UK Budget day: Is that it?

Addressing the sector’s woes has, at best, been kicked down the road to next year’s spending review. How disappointing, says Nick Hillman

October 30, 2024
Shrinking piles of pound coins, symbolising financial stress
Source: Alex Segre/iStock

The oddest feature of the new government at Westminster has been the chasm between its pre-election promises on being ready to rule and the reality. Labour aced the election, turning a third of votes into two-thirds of seats in the most efficient way possible. Yet most people seem to think they have fluffed their early days in power.

At last month’s Labour Party conference, there was a sea of glum faces where there should have been euphoria. It seems no one is likely to write an upbeat bestseller on Keir Starmer’s first few weeks in power that resembles Blair’s 100 Days, the pacy book by the late Derek Draper. Higher education has been a particular victim of this stasis.

In recent weeks, the Office for Students has been busy warning of institutional insolvencies and Universities UK has been busy publicising its Blueprint for solving the funding crisis, while no one in power has been able to say even if tuition fees would be frozen, increased or redesigned. But let’s be fair, transitions are hard. Freshers take time to find their feet. This government will be judged over years, not weeks.

So Labour’s first budget for 14 years, delivered today by Rachel Reeves, was expected to begin revealing a fresh approach. Yet many of us were left waiting and wanting even after the chancellor had sat down.

Most notably, tuition fees did not merit a mention. It is still possible they will rise next year, as predicted this week by the BBC, not least because some official forecasts have assumed rises from 2025.

Higher fees would be good: underfunded universities are underperforming universities. But even if it were to happen, it now seems that much of any new money would go back to Whitehall via higher employer’s national insurance contributions. And we need better maintenance support as well as higher tuition fees, because underfunded students underperform too.

So it would have been good to hear the Treasury use the budget to tell universities and students what is happening and what they could expect. Pupils in Year 13 are on the cusp of submitting their Ucas forms – indeed, many have already done so. It is surely only fair that they know what fees they will face and what maintenance support they will receive when they start higher education in less than a year’s time.

We are regularly told such decisions are hard and so must be taken slowly. But that is questionable. In Tony Blair and Gordon Brown’s day, the tuition fee cap rose each year and no one blinked an eye. Similarly, when Jo Johnson increased fees by £250 in 2017, no one blinked an eye. And in Labour-run Wales, where fees have only just risen, no one has blinked an eye.
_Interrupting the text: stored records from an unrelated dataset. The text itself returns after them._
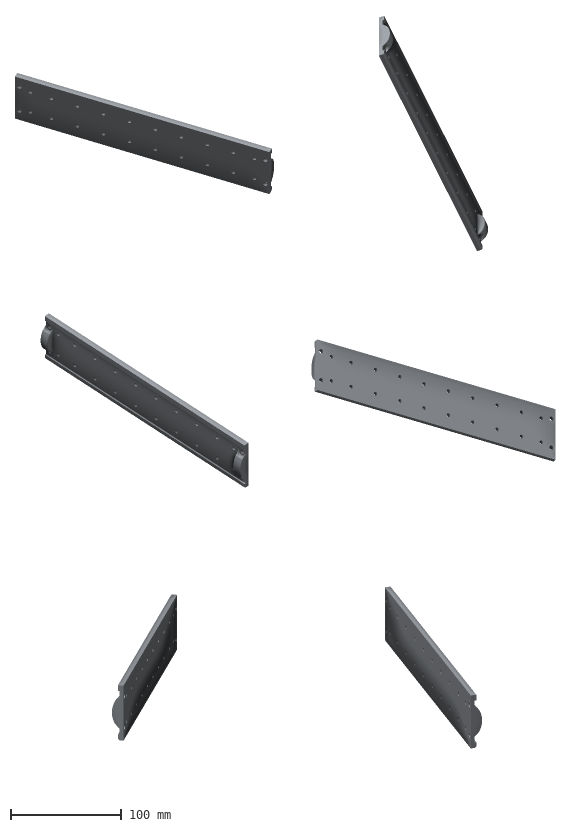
import cadquery as cq

length = 250.0
height = 52.5
thickness = 5.2
half_length = length / 2

rim_height = 5.5
recess_depth = 1.5
rim_chamfer = 1.5
floor = thickness - recess_depth

lug_back = 10.8
lug_length = 9.0
lug_fillet = 1.5
crown_half_width = 10.8
flank_top = 8.0
flank_foot_half_width = crown_half_width + flank_top - floor

corner_x = 120.8
corner_z = 15.0
corner_diameter = 4.5
head_diameter = 8.0

row_z = 12.5
row_pitch = 25.5
pitched_holes = 8
row_end_x = 110.0
row_diameter = 3.8


def rod(x, z, diameter, start_y, end_y):
    """Cylinder along Y between two Y positions."""
    start = cq.Vector(x, start_y, z)
    along_y = cq.Vector(0, 1, 0)
    return cq.Workplane(cq.Solid.makeCylinder(diameter / 2, end_y - start_y, start, along_y))


def make_plate():
    """Plate with a chamfered lower back edge and a full-length recess in its back."""
    plate = cq.Workplane().box(length, thickness, height).translate((0, thickness / 2, 0))
    plate = plate.edges("|X and >Y and <Z").chamfer(rim_chamfer)
    recess = cq.Workplane().box(length, recess_depth, height - 2 * rim_height)
    return plate.cut(recess.translate((0, thickness - recess_depth / 2, 0)))


def make_lug(side):
    """Arched lug at one end (side is -1 or 1), rounded along its inner edge."""
    inner_x = side * (half_length - lug_length)
    profile = (
        cq.Workplane("YZ", origin=(inner_x, 0, 0))
        .moveTo(floor, -flank_foot_half_width)
        .lineTo(flank_top, -crown_half_width)
        .threePointArc((lug_back, 0), (flank_top, crown_half_width))
        .lineTo(floor, flank_foot_half_width)
        .close()
    )
    inner_face = "<X" if side > 0 else ">X"
    return profile.extrude(side * lug_length).faces(inner_face).edges("not <Y").fillet(lug_fillet)


result = make_plate()
for side in (-1, 1):
    result = result.union(make_lug(side))

for x in (-corner_x, corner_x):
    for z in (-corner_z, corner_z):
        result = result.cut(rod(x, z, head_diameter, floor, lug_back))
        result = result.cut(rod(x, z, corner_diameter, 0, lug_back))

first_pitched_x = -(pitched_holes - 1) / 2 * row_pitch
row_positions = [first_pitched_x + i * row_pitch for i in range(pitched_holes)]
row_positions += [-row_end_x, row_end_x]
for x in row_positions:
    for z in (-row_z, row_z):
        result = result.cut(rod(x, z, row_diameter, 0, thickness))

Even with a small inflation-linked rise, tuition fees would still be worth only two-thirds of what they were back in 2012. Yet in its manifesto, Labour hinted that it understood such challenges, saying: “The current higher education funding settlement does not work for the taxpayer, universities, staff or students.” So do we now have to wait for next year’s spending review to see an alternative?

Meanwhile, research funding is to be frozen. That is worse than small beer. The chancellor claims there is to be “no return to austerity”, but a freeze is exactly what the research sector got back in the austerity settlement of 2010. And a cash freeze is really a cut – for example, if it is measured against GDP, which is how international comparisons work.
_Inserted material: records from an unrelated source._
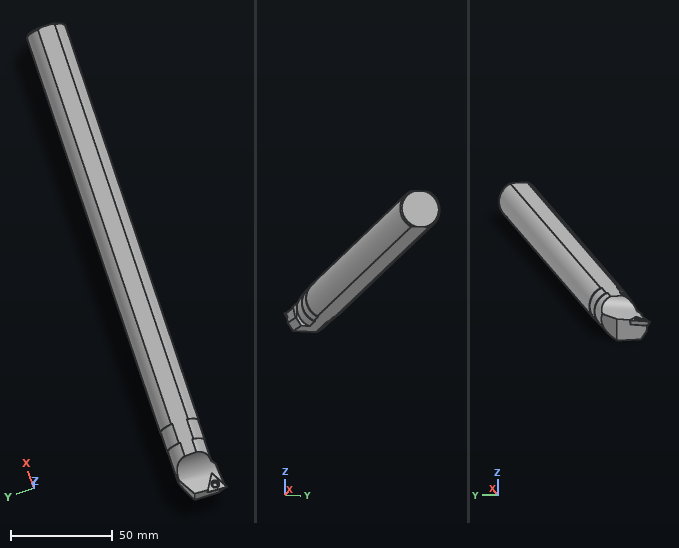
import cadquery as cq
import math

bar_length = 251.3
shank_diameter = 20.0
collar_diameter = 19.5
neck_diameter = 19.0
bar_height = 18.0
neck_end_x = 26.1
collar_end_x = 36.7
rear_chamfer = 0.8

end_face_x = 1.0
end_corner_y = 3.8
bevel_end_x = 10.5
nose_shoulder_x = 12.5
nose_shoulder_y = -11.0
nose_end_x = 14.5
nose_clearance_angle = 5.0
nose_top_y = -12.0
nose_top_z = 2.3
nose_break_y = -11.3
nose_break_z = -5.0
nose_bottom_y = -8.5

overall_width = 22.9
tip_y = shank_diameter / 2 - overall_width
floor_tilt = 7.0
floor_end_x = 8.3
relief_radius = 11.5
clearance = 25.1

insert_side = 10.3
insert_thickness = 2.3
insert_relief_angle = 11.0
insert_hole_diameter = 2.8
insert_sink_diameter = 4.0
insert_depth_x = insert_side * math.sqrt(3) / 2
insert_apex_y = insert_side / 2


def tilt_to_floor(body):
    """Place a body modelled with the tip at the origin and the floor at Z = 0."""
    return body.rotate((0, 0, 0), (1, 0, 0), floor_tilt).translate((0, tip_y, 0))


def round_section(diameter, start_x, end_x):
    return cq.Workplane("YZ", origin=(start_x, 0, 0)).circle(diameter / 2).extrude(end_x - start_x)


def make_flatted_bar():
    shank = round_section(shank_diameter, collar_end_x, bar_length).faces(">X").chamfer(rear_chamfer)
    collar = round_section(collar_diameter, neck_end_x, collar_end_x)
    neck = round_section(neck_diameter, end_face_x, neck_end_x)
    flats = cq.Workplane("XY").box(2 * bar_length, shank_diameter, bar_height)
    return shank.union(collar).union(neck).intersect(flats)


def make_nose():
    """Side bulge that carries the insert, tapering back into the neck."""
    section = (
        cq.Workplane("YZ")
        .moveTo(0, -bar_height / 2)
        .lineTo(nose_bottom_y, -bar_height / 2)
        .lineTo(nose_break_y, nose_break_z)
        .lineTo(nose_top_y, 0)
        .lineTo(nose_top_y, nose_top_z)
        .lineTo(0, nose_top_z)
        .close()
        .extrude(nose_end_x)
        .rotate((end_face_x, nose_top_y, 0), (end_face_x, nose_top_y, 1), nose_clearance_angle)
    )
    plan = (
        cq.Workplane("XY")
        .moveTo(end_face_x, 0)
        .lineTo(end_face_x, nose_top_y)
        .lineTo(nose_shoulder_x, nose_top_y)
        .lineTo(nose_shoulder_x, nose_shoulder_y)
        .lineTo(nose_end_x, -neck_diameter / 2)
        .lineTo(nose_end_x, 0)
        .close()
        .extrude(bar_height, both=True)
    )
    return section.intersect(plan)


def make_end_bevel():
    return (
        cq.Workplane("XY")
        .moveTo(end_face_x, end_corner_y)
        .lineTo(bevel_end_x, neck_diameter / 2)
        .lineTo(end_face_x, neck_diameter / 2)
        .close()
        .extrude(bar_height, both=True)
    )


def make_top_relief():
    """Flat floor that sweeps up through a concave arc."""
    relief = (
        cq.Workplane("XZ")
        .moveTo(-clearance, 0)
        .lineTo(floor_end_x, 0)
        .radiusArc((floor_end_x + relief_radius, relief_radius), -relief_radius)
        .lineTo(-clearance, relief_radius)
        .close()
        .extrude(2 * clearance, both=True)
    )
    return tilt_to_floor(relief)


def make_insert_blank():
    """Solid triangle with relieved flanks; it also shapes the seat in the head."""
    flank_inset = insert_thickness * math.tan(math.radians(insert_relief_angle))
    corner_inset = flank_inset * math.sqrt(3)
    top = [(0, 0), (insert_depth_x, insert_apex_y), (0, insert_side)]
    bottom = [
        (flank_inset, corner_inset),
        (insert_depth_x - 2 * flank_inset, insert_apex_y),
        (flank_inset, insert_side - corner_inset),
    ]
    blank = (
        cq.Workplane("XY")
        .polyline(top)
        .close()
        .workplane(offset=-insert_thickness)
        .polyline(bottom)
        .close()
        .loft(ruled=True)
    )
    return tilt_to_floor(blank)


def make_insert_hole():
    """Through hole with a conical sink at the top face."""
    hole_radius = insert_hole_diameter / 2
    sink_radius = insert_sink_diameter / 2
    sink_depth = sink_radius - hole_radius
    hole = (
        cq.Workplane("XZ")
        .moveTo(0, 0)
        .lineTo(sink_radius, 0)
        .lineTo(hole_radius, -sink_depth)
        .lineTo(hole_radius, -insert_thickness)
        .lineTo(0, -insert_thickness)
        .close()
        .revolve(360, (0, 0, 0), (0, 1, 0))
        .translate((insert_depth_x / 3, insert_apex_y, 0))
    )
    return tilt_to_floor(hole)


holder = (
    make_flatted_bar()
    .union(make_nose())
    .cut(make_end_bevel())
    .cut(make_top_relief())
    .cut(make_insert_blank())
)
insert = make_insert_blank().cut(make_insert_hole())

result = cq.Compound.makeCompound([holder.val(), insert.val()])

In contrast to such meagre pickings, the Labour manifesto hinted at generous long-term settlements and the secretary of state for science, Peter Kyle, has been raising expectations high in the months since the election. So, again, we are left waiting and wanting. Here, there is at least an explicit commitment that next year’s spending review will set out a better path, so let’s hope it’s true.

It’s worth remembering that, before today, vice-chancellors were hoping for a new Tertiary Education Opportunity Fund to fund collaborations with further education; a new Research Security Fund to help universities respond quickly to emerging threats; a new funding scheme to boost philanthropy; and a new Transformation Fund “to enable and accelerate university-led change, and supporting sustainable and well-managed growth in international recruitment”.
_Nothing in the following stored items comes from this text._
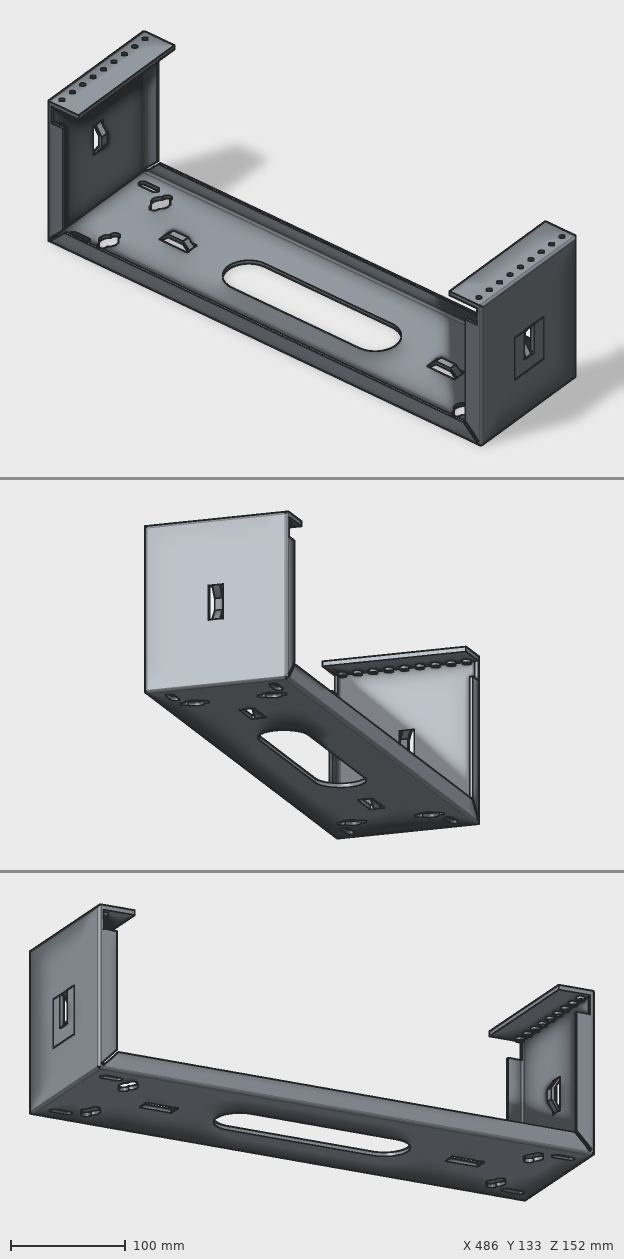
import cadquery as cq
import math

total_length = 486.0
width = 133.0
height = 152.0
pad_thickness = 0.25

sheet = 4.0
lip_sheet = 4.6
flange_sheet = 2.65
outer_bend = 2.5
inner_bend = 2.5

body_length = total_length - pad_thickness
half_length = body_length / 2
middle_height = height / 2

flange_depth = 18.0
mitre_gap = 2.5
bend_relief = 5.0
notch_drop = 22.5
lip_length = 35.5

hole_count = 9
hole_span = 115.5
hole_pitch = hole_span / (hole_count - 1)
hole_inset = 9.5
hole_diameter = 5.0
collar_diameter = 8.0
collar_drop = 3.0

window_length = 187.0
window_width = 45.5
keyhole_x = 198.5
keyhole_y = 36.0
keyhole_diameter = 17.5
keyhole_slot_length = 26.5
keyhole_slot_width = 8.7
corner_slot_x = 221.0
corner_slot_y = 48.0
corner_slot_length = 21.5
corner_slot_width = 8.0

bridge_length = 31.0
bridge_opening_width = 13.5
bridge_width = 7.5
bridge_rise = 7.0
bridge_sheet = 3.5
base_bridge_x = 149.5
base_bridge_ramp = 7.5
wall_bridge_ramp = 10.0

pad_width = 40.5
pad_height = 45.0
pad_center_z = 69.0


def box(x_range, y_range, z_range):
    """Box spanning the given (low, high) ranges."""
    sizes = [high - low for low, high in (x_range, y_range, z_range)]
    return cq.Workplane("XY").box(*sizes, centered=False).translate((x_range[0], y_range[0], z_range[0]))


def folded_shell():
    """Closed sheet box with rounded bends, before the open sides are removed."""
    plan = cq.Workplane("XY").box(body_length, width, height, centered=(True, True, False))
    outside = plan.edges("|Z").fillet(outer_bend)
    outside = outside.intersect(plan.edges("|Y").fillet(outer_bend))
    outside = outside.intersect(plan.edges("|X and <Z").fillet(outer_bend))
    cavity_height = height - sheet - lip_sheet
    cavity = cq.Workplane("XY").box(
        body_length - 2 * sheet, width - 2 * flange_sheet, cavity_height, centered=(True, True, False)
    )
    cavity = cavity.edges("|Z or (|X and <Z)").fillet(inner_bend)
    return outside.cut(cavity.translate((0, 0, sheet)))


def side_opening():
    """Opening through the front and back sheets that leaves the flanges and notches."""
    flange_x = half_length - flange_depth
    notch_x = half_length - bend_relief
    notch_z = height - notch_drop
    outline = [
        (flange_x, flange_depth),
        (flange_x, notch_z),
        (notch_x, notch_z),
        (notch_x, height - lip_sheet),
    ]
    mirrored = [(-x, z) for x, z in reversed(outline)]
    return cq.Workplane("XZ").polyline(outline + mirrored).close().extrude(width, both=True)


def mitre_slits(side):
    """Diagonal slits between the wall flanges and the base flanges at one end."""
    run = flange_depth - bend_relief
    middle = (flange_depth + bend_relief) / 2
    slits = cq.Workplane("XY").rarray(5, width - flange_sheet, 1, 2)
    slits = slits.box(run * math.sqrt(2) + mitre_gap, flange_sheet, mitre_gap)
    slits = slits.rotate((0, 0, 0), (0, 1, 0), 45 * side)
    return slits.translate((side * (half_length - middle), 0, middle))


def lip_collars(side):
    """Extruded collars under a lip, around the threaded holes."""
    return lip_cylinders(side, collar_diameter, height - lip_sheet - collar_drop, height - lip_sheet)


def lip_cylinders(side, diameter, bottom, top):
    """Row of vertical cylinders on the hole line of a lip."""
    row = cq.Workplane("XY", origin=(side * (half_length - hole_inset), 0, bottom))
    return row.rarray(5, hole_pitch, 1, hole_count).circle(diameter / 2).extrude(top - bottom)


def base_cutters():
    """Openings punched through the base."""
    base = cq.Workplane("XY")
    cutters = base.slot2D(window_length, window_width).extrude(sheet)
    keyholes = base.rarray(2 * keyhole_x, 2 * keyhole_y, 2, 2)
    cutters = cutters.union(keyholes.circle(keyhole_diameter / 2).extrude(sheet))
    cutters = cutters.union(keyholes.slot2D(keyhole_slot_length, keyhole_slot_width, 90).extrude(sheet))
    corner_slots = base.rarray(2 * corner_slot_x, 2 * corner_slot_y, 2, 2)
    return cutters.union(corner_slots.slot2D(corner_slot_length, corner_slot_width).extrude(sheet))


def bridge(ramp):
    """Trapezoidal strip along X, rising from a sheet whose underside is at Z = 0."""
    end = bridge_length / 2
    crest = end - ramp
    crest_z = sheet + bridge_rise
    upper = [(-end, sheet), (-crest, crest_z), (crest, crest_z), (end, sheet)]
    lower = [(x, z - bridge_sheet) for x, z in reversed(upper)]
    return cq.Workplane("XZ").polyline(upper + lower).close().extrude(bridge_width / 2, both=True)


def bridge_opening():
    """Rectangular opening around a bridge, reaching through sheet and pad."""
    depth = 2 * (sheet + pad_thickness)
    return cq.Workplane("XY").box(bridge_length, bridge_opening_width, depth)


def on_wall(shape, side):
    """Turn a shape from the base plane onto the outside of a wall, rising inward."""
    turned = shape.rotate((0, 0, 0), (0, 1, 0), -90 * side)
    return turned.translate((side * half_length, 0, middle_height))


body = folded_shell().cut(side_opening())

lip_end = half_length - lip_length
body = body.cut(box((-lip_end, lip_end), (-width, width), (height - lip_sheet, height)))

body = body.union(
    box(
        (half_length - sheet, half_length + pad_thickness),
        (-pad_width / 2, pad_width / 2),
        (pad_center_z - pad_height / 2, pad_center_z + pad_height / 2),
    )
)

body = body.cut(base_cutters())
for side in (-1, 1):
    body = body.cut(mitre_slits(side))
    body = body.union(lip_collars(side))
    body = body.cut(lip_cylinders(side, hole_diameter, middle_height + bridge_length, height))

    base_place = (side * base_bridge_x, 0, 0)
    body = body.cut(bridge_opening().translate(base_place))
    body = body.union(bridge(base_bridge_ramp).translate(base_place))
    body = body.cut(on_wall(bridge_opening(), side))
    body = body.union(on_wall(bridge(wall_bridge_ramp), side))

result = body.translate((-pad_thickness / 2, 0, 0))

I was hoping for measures to help universities help themselves – such as making membership of the Teachers’ Pensions Scheme voluntary for former polytechnics or improving the tax treatment of shared services. Will all this happen now at next year’s spending review, too?

We have to hope so because it will be hard for universities to make the meaningful contribution everyone expects of them, including in relation to the government’s stated five missions, if they are left forever in the waiting room. Even things that are left to coast stop turning in the end.

For now, I am left wondering who it was who said, “In the end, it is the hope that kills you.”

Nick Hillman is the director of the Higher Education Policy Institute.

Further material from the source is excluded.